Mr. Stickle continued with Slide 3: "General Fund
Unrestricted Revenue, less refunded and carried-forward
credits." He highlighted that the blue line depicted on the
chart represented total unrestricted revenue to the state
under the ACES regime compared to each version of SB 21
assuming no changes in production and using fall forecast
numbers.
Senator Bishop asked whether the projections were based on
the 2012 fall revenue forecast. Mr. Stickle concurred and
clarified that the revenue analysis was projected for FY 14
price scenarios.
Mr. Pawlowski interjected that FY 15 was chosen because it
was the first full fiscal year the tax changes would be in
effect.
Mr. Stickle noted that the following slides illustrated
three different production scenarios. He reviewed Slide 4:
"Production Scenarios."
Scenario A:
· New 50 million barrel field developed by small
producer without tax liability
· Peak production = 10,000 bbls/day
· Development costs = $500,000,000
· Qualifies for GRE and NOL
Mr. Stickle turned to Slide 5:
"Scenario B: Production Scenarios."
Scenario B:
· Operators of existing unit add 4 drill rigs to
current plans
· Each rig adds 4,000 bbls/day in new production
each year
o Which each then decline at 15 percent per
year
· Does not qualify for GRE
Mr. Stickle cited Slide 6:
"Production Scenarios."
Scenario C:
· Operator of existing legacy unit builds new drill
pad
· Development cost = $5 billion
· Adds 15,000 bbls/day in 2014 increasing to peak
rate of 90,000 bbls in 2018
· Does not qualify for GRE
Mr. Stickle addressed Slide 7: "Projected Revenues under
production scenarios - at $90 per barrel ANS." He explained
that the graph compared CSSB 21 (FIN) under the different
scenarios to ACES under the production forecast in FY 14 -
FY 19. After a few years of additional production at $90
per barrel, SB 21 yields more revenue with scenarios b and
c than with ACES minus the additional production. The graph
intended to provide an estimate of the revenue change
derived from a certain amount of production.

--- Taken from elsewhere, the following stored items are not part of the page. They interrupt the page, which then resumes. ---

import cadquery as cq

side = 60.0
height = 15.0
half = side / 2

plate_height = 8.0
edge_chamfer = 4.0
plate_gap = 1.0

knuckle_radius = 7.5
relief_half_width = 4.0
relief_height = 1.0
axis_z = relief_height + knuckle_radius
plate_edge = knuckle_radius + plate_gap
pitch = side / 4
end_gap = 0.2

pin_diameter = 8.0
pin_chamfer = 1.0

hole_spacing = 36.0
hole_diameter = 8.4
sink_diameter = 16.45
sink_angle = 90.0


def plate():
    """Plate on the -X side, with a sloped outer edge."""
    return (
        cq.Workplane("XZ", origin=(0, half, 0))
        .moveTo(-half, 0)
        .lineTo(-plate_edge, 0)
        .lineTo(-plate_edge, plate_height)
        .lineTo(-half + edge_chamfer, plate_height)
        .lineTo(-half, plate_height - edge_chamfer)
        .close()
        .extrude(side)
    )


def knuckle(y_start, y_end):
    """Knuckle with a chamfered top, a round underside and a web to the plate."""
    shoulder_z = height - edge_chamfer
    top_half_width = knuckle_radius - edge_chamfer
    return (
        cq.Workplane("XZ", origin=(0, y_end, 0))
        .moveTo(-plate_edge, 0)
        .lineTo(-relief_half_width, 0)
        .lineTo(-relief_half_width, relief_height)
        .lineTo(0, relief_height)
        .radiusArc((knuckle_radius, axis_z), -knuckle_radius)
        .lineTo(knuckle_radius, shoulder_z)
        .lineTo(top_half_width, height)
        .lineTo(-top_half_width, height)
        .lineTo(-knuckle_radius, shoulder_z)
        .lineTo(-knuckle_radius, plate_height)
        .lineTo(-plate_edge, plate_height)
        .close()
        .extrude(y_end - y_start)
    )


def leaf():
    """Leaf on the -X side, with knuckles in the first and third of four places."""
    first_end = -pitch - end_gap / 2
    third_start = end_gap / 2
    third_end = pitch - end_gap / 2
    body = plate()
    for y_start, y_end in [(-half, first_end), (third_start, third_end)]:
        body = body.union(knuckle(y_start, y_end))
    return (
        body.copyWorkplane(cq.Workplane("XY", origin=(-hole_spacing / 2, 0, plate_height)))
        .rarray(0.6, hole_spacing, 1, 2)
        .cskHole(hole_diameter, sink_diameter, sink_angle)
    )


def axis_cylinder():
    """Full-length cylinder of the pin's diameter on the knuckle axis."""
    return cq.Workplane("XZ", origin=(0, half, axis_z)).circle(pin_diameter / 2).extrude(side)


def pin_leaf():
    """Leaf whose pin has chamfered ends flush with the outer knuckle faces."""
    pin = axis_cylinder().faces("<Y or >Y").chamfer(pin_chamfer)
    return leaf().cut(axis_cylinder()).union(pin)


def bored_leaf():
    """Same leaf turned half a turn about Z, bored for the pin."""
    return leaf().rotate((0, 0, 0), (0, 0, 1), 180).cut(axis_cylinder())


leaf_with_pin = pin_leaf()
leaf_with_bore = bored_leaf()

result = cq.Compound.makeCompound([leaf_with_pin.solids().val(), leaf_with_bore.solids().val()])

Mr. Stickle discussed Slide 8: "Projected revenues under
production scenarios - at $100 / barrel ANS." He detailed
that scenario b in FY 18 and FY 19 provided a comparable
amount of revenue to ACES. Scenario c provided more revenue
under CSSB 21 (FIN) than under ACES.
Mr. Stickle discussed Slide 9: "Projected Revenues under
production scenarios - at $120/barrel ANS." Scenario C
showed closer projected revenues compared to ACES at the
$120 price of oil. He disclosed that progressivity under
ACES kicked in with a higher surcharge at $120 per barrel.

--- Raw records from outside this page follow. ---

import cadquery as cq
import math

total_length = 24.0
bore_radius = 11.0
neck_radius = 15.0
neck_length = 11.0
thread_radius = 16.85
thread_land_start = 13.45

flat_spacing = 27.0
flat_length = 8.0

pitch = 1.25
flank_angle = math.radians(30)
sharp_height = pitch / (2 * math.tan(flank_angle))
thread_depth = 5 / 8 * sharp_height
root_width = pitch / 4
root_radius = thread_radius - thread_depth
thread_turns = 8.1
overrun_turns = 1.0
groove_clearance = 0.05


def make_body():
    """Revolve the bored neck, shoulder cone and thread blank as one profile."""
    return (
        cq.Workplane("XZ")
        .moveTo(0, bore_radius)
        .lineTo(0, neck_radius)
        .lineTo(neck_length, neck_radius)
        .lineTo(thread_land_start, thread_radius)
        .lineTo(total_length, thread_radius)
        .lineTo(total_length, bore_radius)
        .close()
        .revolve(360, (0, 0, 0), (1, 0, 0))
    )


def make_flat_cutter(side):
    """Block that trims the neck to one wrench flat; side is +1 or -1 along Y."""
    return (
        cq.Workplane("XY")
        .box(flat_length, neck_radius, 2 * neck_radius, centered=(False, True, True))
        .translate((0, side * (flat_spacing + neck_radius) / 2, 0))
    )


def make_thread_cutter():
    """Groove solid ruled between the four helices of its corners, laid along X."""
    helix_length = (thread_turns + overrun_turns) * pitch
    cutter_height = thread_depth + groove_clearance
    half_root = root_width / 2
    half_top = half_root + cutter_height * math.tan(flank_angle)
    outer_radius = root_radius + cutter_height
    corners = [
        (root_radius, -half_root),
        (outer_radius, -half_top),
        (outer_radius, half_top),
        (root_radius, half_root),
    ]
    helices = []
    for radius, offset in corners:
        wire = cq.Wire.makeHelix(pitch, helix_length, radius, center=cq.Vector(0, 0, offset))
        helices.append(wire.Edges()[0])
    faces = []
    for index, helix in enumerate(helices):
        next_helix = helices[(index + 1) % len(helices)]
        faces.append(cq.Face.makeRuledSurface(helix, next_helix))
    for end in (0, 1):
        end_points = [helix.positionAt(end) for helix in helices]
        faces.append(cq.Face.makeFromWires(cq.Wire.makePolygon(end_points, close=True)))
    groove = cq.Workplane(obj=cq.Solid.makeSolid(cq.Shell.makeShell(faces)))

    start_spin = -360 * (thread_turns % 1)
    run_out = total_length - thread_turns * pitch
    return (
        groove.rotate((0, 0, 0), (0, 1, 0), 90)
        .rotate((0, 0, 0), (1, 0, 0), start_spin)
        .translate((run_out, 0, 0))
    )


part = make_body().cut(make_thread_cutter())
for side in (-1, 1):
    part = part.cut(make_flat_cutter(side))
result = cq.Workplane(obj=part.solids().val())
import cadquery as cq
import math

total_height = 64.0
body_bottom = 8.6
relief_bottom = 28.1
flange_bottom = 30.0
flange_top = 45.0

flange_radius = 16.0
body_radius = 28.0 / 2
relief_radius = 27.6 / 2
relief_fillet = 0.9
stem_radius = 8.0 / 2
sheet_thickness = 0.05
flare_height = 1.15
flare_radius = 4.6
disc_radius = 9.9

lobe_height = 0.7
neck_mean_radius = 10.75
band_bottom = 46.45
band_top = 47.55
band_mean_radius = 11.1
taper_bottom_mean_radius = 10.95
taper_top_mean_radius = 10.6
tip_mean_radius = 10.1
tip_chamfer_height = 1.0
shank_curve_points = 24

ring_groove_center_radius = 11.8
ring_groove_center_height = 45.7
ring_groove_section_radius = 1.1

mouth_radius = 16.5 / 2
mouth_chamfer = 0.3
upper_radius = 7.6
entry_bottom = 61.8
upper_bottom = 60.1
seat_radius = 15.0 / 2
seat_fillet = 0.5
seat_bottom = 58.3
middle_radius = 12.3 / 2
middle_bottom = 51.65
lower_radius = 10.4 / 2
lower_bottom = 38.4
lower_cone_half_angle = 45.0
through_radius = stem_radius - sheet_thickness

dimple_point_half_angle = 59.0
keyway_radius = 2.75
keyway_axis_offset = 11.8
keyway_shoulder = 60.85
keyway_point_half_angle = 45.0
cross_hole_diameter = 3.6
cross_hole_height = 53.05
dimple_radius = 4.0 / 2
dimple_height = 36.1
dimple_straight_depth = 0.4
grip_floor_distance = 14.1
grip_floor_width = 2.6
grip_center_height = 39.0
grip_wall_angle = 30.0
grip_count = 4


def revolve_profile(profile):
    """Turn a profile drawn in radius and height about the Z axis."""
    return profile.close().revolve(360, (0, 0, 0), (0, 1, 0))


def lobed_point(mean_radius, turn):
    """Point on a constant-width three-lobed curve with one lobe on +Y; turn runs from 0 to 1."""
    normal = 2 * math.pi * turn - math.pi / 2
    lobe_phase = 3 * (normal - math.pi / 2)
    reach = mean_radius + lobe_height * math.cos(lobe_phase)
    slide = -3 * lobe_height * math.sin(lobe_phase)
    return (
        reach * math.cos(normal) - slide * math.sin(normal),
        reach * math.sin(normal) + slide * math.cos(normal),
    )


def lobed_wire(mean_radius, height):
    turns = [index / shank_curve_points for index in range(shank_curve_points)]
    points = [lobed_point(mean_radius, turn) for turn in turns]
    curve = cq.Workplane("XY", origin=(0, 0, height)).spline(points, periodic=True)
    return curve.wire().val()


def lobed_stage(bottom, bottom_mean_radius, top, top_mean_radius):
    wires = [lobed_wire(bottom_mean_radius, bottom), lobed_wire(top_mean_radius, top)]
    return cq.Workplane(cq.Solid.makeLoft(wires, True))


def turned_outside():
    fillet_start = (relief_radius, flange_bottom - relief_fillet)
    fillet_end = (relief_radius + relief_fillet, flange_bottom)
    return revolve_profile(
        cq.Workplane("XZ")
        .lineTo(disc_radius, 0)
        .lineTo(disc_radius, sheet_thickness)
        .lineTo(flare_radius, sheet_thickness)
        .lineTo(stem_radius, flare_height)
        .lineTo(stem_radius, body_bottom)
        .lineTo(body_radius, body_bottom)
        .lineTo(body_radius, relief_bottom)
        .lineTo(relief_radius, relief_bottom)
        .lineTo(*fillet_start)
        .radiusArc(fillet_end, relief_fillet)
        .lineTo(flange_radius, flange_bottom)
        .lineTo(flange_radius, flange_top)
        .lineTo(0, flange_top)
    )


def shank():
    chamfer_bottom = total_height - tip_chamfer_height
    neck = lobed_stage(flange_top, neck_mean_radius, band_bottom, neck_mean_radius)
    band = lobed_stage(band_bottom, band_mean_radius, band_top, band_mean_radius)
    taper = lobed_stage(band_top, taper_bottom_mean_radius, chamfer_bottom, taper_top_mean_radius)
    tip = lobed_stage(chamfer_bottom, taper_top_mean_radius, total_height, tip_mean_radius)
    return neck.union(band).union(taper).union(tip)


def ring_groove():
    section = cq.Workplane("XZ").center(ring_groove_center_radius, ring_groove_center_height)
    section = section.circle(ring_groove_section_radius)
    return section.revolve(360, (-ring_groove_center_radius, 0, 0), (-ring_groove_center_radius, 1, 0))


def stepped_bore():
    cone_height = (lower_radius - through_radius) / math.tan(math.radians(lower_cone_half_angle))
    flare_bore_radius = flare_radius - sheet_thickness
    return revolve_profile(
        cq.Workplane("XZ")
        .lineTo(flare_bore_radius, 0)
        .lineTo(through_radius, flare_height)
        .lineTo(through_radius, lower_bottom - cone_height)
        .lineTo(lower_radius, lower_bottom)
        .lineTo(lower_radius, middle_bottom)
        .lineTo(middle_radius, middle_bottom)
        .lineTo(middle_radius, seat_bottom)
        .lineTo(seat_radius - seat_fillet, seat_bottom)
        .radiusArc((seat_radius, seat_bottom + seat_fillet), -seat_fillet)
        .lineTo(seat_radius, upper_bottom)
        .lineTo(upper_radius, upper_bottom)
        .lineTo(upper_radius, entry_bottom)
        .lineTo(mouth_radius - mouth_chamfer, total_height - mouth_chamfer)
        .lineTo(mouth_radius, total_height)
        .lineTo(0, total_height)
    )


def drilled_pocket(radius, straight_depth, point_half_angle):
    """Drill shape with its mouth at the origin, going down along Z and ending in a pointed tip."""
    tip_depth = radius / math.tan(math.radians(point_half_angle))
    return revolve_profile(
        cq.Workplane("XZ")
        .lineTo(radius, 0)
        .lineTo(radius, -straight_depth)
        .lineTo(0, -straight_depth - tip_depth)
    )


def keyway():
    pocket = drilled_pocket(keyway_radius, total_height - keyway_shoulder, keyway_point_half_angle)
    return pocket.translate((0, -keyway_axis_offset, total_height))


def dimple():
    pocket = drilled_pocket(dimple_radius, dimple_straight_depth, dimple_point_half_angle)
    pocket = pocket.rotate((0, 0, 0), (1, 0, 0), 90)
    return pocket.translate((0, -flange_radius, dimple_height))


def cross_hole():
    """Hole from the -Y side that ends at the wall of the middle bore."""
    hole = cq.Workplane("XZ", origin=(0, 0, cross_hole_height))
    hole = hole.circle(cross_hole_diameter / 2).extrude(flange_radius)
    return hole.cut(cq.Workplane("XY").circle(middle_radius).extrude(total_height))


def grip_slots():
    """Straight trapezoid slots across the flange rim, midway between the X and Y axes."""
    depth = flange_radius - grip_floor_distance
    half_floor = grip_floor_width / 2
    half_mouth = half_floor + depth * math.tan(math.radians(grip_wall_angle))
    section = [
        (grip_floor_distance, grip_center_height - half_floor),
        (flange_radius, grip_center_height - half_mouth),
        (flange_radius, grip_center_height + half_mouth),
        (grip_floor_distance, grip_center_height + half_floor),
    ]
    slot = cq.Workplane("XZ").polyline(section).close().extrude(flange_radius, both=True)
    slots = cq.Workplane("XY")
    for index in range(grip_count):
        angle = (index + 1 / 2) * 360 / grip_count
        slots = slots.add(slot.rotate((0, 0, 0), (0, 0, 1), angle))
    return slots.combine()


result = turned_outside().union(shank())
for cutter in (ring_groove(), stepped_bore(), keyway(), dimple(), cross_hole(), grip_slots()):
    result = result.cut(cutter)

Mr. Stickle examined Slide 10: "Projected revenues under
production scenarios at forecast ANS price." The final
slide illustrated the comparison using the forecast price.
In the early years, less revenue was projected with SB 21
using all three scenarios than under ACES projected. The FY
2017 - FY 2019 time frame exhibited a level of revenue that
was similar to ACES. He reiterated that the analysis was
not a forecast but illustrated how much additional
production was necessary under SB 21 to equal the revenue
under ACES.
Co-Chair Meyer expressed that the previous slides addressed
his concerns regarding information about the amount of
additional production necessary to offset the fiscal
impacts of changing the tax regime. He wondered which
scenario DOR felt was most likely to occur.
Mr. Pawlowski stated that any scenario was "imperfect." The
conclusion drawn from scenario a was that new field
development was not sufficient to offset the revenue
impact. Scenario b demonstrated that more production in the
legacy fields significantly improved the revenue outlook.
He detailed that the analysis in scenario b included a 15
percent decline each year. The more realistic scenario was
scenario b; the addition of rigs in a legacy field. The
development of "large pads" (scenario c) was a more
"difficult" and long term investment. But was a more
desirable investment for the state.
9:39:53 AM
Mr. Stickle added that DOR felt the scenarios were
"plausible" but could not attach a percentage probability.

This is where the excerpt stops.